▸ What is expected
Please repeat the records below exactly, from the first line through the line containing "Game: Godot game, scene", and nothing more.

Source data
[Start of section]
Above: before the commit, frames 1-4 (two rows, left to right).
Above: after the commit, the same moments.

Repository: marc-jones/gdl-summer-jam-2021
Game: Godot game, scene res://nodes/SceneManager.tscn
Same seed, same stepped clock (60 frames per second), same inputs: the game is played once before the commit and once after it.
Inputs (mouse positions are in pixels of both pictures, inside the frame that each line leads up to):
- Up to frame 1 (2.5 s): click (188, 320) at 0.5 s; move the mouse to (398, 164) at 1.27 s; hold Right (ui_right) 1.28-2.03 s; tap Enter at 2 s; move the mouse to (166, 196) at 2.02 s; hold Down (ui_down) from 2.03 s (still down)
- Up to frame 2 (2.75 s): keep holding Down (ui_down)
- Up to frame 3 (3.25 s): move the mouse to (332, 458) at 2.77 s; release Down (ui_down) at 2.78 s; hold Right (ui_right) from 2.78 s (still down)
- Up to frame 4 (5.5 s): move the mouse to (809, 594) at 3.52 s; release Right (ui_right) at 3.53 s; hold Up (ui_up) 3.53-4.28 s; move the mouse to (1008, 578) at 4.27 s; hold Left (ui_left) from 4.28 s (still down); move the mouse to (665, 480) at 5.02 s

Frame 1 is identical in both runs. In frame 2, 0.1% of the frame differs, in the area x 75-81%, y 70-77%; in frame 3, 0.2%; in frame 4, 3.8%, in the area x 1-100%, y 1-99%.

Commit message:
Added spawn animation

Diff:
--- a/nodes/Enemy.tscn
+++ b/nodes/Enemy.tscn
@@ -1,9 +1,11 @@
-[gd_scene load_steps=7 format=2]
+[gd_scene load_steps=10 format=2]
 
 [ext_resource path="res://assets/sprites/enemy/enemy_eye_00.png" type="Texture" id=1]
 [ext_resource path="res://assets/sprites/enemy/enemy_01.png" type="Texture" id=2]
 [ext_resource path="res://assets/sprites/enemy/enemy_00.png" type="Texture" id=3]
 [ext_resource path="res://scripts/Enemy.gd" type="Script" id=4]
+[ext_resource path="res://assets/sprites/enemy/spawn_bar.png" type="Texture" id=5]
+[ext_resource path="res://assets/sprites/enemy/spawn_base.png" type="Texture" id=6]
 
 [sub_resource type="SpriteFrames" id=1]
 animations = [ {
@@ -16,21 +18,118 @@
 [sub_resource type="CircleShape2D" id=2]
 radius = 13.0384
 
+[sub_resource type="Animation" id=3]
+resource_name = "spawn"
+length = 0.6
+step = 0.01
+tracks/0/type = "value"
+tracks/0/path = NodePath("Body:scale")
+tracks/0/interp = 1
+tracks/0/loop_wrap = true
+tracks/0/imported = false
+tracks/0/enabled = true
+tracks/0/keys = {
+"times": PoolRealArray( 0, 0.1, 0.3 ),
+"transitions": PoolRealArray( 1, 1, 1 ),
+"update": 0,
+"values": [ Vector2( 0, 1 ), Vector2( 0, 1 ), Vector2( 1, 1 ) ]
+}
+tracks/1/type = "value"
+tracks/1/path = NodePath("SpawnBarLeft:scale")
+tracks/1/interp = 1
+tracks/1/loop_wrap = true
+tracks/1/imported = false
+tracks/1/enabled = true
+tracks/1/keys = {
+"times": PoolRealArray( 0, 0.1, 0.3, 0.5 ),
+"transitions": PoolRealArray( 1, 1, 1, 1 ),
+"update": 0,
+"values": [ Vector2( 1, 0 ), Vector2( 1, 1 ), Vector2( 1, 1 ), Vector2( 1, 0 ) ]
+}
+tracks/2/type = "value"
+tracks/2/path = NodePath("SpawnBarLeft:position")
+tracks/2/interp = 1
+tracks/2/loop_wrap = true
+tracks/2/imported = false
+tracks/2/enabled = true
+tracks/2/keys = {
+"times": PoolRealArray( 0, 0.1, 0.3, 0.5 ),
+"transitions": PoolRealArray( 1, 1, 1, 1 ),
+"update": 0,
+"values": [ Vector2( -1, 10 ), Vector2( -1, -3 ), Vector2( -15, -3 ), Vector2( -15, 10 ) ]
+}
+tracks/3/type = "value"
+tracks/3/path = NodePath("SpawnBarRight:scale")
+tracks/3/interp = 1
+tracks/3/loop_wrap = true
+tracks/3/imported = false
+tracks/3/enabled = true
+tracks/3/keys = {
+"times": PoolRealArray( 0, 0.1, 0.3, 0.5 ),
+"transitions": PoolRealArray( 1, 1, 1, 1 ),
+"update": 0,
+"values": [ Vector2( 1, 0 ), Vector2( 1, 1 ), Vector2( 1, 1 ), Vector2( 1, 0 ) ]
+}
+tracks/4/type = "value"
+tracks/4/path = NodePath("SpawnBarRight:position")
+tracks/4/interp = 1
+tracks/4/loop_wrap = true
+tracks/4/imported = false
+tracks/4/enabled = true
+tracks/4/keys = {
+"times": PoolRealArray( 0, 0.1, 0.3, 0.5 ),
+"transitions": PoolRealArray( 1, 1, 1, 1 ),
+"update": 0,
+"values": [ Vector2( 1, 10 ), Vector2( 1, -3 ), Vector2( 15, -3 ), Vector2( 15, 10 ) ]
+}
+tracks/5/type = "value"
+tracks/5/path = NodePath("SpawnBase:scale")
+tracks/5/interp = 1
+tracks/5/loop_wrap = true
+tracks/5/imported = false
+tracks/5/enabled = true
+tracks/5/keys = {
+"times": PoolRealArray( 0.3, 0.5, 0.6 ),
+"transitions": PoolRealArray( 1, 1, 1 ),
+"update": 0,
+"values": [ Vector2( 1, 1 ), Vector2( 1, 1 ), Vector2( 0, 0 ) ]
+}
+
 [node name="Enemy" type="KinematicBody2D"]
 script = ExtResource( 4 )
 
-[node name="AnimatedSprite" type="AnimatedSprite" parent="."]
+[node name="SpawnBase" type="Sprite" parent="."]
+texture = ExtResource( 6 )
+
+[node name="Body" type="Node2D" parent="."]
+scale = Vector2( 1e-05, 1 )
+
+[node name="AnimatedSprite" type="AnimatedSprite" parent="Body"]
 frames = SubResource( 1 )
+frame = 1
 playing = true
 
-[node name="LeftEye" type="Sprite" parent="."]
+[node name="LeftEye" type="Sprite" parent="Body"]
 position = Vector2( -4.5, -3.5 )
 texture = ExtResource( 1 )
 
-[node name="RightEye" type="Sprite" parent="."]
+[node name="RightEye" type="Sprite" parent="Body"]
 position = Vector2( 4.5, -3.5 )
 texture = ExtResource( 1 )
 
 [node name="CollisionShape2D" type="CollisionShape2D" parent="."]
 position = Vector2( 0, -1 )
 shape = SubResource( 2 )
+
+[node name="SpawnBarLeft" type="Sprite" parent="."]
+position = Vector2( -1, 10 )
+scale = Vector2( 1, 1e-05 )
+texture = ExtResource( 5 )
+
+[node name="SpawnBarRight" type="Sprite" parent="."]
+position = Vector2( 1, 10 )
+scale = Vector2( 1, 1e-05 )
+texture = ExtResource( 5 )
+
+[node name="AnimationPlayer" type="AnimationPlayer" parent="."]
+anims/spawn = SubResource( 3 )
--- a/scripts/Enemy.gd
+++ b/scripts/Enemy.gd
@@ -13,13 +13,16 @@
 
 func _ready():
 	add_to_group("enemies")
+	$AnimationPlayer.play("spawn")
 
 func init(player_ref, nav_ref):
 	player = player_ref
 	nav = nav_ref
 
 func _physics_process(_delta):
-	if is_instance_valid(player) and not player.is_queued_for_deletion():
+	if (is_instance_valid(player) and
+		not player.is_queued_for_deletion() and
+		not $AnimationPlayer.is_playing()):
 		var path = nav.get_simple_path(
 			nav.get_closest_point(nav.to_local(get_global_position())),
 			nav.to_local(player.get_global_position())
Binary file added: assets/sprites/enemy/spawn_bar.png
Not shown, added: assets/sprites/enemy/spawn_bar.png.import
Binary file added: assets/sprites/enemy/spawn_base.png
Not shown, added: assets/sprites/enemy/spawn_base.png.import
[End of section]
▸ Written reply
Above: before the commit, frames 1-4 (two rows, left to right).
Above: after the commit, the same moments.

Repository: marc-jones/gdl-summer-jam-2021
Game: Godot game, scene res://nodes/SceneManager.tscn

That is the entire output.